Economic secretary John Glen: ‘This is a massive problem. This is a significant opportunity, in the absence of a better solution.’ © Simon Walker/HM Treasury

Britain’s financial services minister has said he is “sympathetic” to calls for tech companies to be held responsible for tackling the “explosion” in fraudulent online advertisements in forthcoming legislation.

John Glen, the economic secretary to the Treasury, told the House of Commons Treasury select committee, that online scams had become a “massive problem” in recent months.

“The big elephant in the room really is online fraud,” he said.

An estimated seven out of 10 “authorised” frauds — where the victim has unwittingly agreed to a scam — begin online, according to trade body UK Finance.

The Online Safety Bill, which was in the Queen’s Speech in May, includes an attempt to tackle “user-generated” fraud — where a member of an online forum persuades others to invest in a scam. In those circumstances tech companies will have to take reasonable steps to remove such posts.

But there is no provision in the draft law to force tech companies to tackle online advertisements set up by fraudsters.
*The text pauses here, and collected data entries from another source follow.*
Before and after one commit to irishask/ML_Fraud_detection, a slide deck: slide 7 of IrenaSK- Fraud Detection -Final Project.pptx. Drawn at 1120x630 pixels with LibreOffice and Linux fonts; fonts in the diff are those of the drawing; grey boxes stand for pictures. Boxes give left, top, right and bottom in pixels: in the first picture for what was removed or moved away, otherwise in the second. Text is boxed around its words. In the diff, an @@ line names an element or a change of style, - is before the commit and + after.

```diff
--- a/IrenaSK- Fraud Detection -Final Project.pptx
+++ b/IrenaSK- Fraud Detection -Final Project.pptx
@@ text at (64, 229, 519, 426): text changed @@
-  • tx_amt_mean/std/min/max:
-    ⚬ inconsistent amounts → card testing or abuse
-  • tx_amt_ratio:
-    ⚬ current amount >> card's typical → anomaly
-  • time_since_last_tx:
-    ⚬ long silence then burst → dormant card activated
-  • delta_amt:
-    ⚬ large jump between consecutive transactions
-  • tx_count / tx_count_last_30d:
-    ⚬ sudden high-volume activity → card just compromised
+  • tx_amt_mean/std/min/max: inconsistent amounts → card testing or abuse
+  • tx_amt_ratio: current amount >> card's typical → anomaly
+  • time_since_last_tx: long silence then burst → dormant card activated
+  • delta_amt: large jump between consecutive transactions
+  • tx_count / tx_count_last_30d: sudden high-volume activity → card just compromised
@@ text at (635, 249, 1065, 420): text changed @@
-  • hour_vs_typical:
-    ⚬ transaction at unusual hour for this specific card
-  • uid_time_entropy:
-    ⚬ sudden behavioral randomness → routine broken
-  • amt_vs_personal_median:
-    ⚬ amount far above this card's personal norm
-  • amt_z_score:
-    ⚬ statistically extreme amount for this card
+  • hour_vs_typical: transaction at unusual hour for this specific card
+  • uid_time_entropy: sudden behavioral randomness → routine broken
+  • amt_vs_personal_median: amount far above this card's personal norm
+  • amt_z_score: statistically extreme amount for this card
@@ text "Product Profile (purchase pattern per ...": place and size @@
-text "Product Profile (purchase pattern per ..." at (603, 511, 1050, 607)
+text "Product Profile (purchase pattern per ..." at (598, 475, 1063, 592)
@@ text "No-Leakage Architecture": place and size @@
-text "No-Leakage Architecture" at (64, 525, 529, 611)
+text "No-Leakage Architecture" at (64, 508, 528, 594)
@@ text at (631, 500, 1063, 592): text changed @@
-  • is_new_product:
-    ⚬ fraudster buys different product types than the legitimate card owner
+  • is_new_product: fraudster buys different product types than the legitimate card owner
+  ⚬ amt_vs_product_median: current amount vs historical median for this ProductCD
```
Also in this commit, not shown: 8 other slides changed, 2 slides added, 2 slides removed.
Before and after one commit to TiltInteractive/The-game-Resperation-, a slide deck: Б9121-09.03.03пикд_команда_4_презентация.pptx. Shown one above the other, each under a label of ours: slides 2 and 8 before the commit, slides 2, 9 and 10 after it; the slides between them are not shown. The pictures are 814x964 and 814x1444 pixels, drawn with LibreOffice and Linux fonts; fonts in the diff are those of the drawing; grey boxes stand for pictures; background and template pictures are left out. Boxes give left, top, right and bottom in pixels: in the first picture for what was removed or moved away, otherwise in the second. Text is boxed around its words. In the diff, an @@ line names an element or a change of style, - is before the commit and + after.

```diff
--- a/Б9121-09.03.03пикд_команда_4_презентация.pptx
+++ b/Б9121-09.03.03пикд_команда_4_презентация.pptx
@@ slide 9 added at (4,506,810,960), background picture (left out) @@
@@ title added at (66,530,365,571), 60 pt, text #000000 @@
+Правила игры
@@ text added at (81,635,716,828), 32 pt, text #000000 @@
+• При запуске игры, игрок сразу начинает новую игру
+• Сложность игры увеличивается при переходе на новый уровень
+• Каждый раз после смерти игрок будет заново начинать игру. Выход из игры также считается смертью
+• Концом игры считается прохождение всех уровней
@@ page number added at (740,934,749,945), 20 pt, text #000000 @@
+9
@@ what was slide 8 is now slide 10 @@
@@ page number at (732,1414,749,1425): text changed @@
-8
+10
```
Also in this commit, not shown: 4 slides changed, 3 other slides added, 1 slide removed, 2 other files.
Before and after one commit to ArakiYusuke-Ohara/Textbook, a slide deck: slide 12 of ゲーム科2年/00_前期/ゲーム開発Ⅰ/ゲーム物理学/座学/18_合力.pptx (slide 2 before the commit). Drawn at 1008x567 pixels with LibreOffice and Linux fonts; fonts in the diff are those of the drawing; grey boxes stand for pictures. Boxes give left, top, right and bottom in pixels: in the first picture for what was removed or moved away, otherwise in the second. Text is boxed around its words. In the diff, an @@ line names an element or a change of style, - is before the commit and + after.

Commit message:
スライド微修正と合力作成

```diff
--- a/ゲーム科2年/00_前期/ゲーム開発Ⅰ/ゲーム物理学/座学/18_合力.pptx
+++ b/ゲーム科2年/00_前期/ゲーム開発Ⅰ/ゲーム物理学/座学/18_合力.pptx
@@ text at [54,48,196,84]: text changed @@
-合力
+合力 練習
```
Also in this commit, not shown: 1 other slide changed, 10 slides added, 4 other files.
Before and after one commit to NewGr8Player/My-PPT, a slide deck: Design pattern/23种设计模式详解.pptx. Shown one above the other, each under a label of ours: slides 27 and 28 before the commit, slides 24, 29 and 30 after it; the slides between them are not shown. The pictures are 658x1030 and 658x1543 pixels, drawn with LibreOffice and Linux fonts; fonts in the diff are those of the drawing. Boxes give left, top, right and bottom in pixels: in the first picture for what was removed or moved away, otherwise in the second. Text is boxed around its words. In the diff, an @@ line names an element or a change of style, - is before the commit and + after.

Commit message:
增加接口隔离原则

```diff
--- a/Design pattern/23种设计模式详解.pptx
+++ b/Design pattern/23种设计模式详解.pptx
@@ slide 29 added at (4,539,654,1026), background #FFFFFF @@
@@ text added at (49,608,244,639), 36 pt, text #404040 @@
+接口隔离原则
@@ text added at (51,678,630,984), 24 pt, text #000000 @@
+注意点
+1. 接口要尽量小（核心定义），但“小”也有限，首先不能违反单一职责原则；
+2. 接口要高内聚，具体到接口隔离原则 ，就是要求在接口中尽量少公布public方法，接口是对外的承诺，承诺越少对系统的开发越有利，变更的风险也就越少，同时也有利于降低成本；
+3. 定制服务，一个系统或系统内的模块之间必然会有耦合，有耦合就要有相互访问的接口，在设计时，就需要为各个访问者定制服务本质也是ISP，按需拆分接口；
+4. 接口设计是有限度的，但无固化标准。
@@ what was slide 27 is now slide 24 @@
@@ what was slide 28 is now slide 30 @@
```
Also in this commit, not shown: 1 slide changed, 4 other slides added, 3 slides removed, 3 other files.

Instead financial regulators — on being made aware of a fake advert or cloned website — must request that tech companies remove it, leading to a perpetual cat-and-mouse game between the two sides.

The Financial Conduct Authority, the financial services regulator, has urged the government to extend the legislation to cover paid-for advertising online.

“We are very sympathetic to that,” Glen told MPs on the committee on Monday. “This is a massive problem. This is a significant opportunity, in the absence of a better solution.”

Glen said the Treasury was working with the Department for Digital, Culture, Media & Sport to find a solution. “There is a legislative opportunity . . . what we can’t have is something that purports to solve it, but there are gaps.”

Glen said that DCMS was planning to use its “online advertising programme” to deal with some of those risks.

But he said the FCA was concerned because it remained liable for “absolutely everything” in terms of financial fraud.

“When I think about online fraud, there are responsibilities for those who conduct payments,” Glen said. “Consumers . . . want to see prevention, and part of that is removing bad actors from advertising things that shouldn’t be there.”

Earlier this year, Google agreed to reimburse the FCA £600,000 to cover the cost of an online ad campaign the watchdog took out alerting consumers to the dangers of fake ads promoting online investments.

Criminals have long used the faces of famous people to legitimise financial scams, luring victims into fraudulent schemes — yet regulators are unable to punish the big tech platforms that get paid to publish the adverts.

Martin Lewis, founder of Money Saving Expert, has lobbied the prime minister directly on the issue, which he said had reached “epidemic” proportions. This month, Lewis, Virgin founder Sir Richard Branson and Deborah Meaden, star of the TV show Dragons’ Den, were among the celebrities who signed an open letter to the government urging it to clamp down on the fraudulent use of their identities in advertisements.

Damien Hinds, a Home Office minister, said “fraud, economic and cyber” now accounted for the majority of crime.

He said the government had been right to bring user-generated content fraud into the online safety bill.

“But we are also very very conscious that there are other types of fraud which . . the business model is about advertising online. We need to bear down on it. The question is not whether to do it but how,” he said. “Is it best to do it through the online safety bill, is it best to do it through online advertising programmes or some other way?”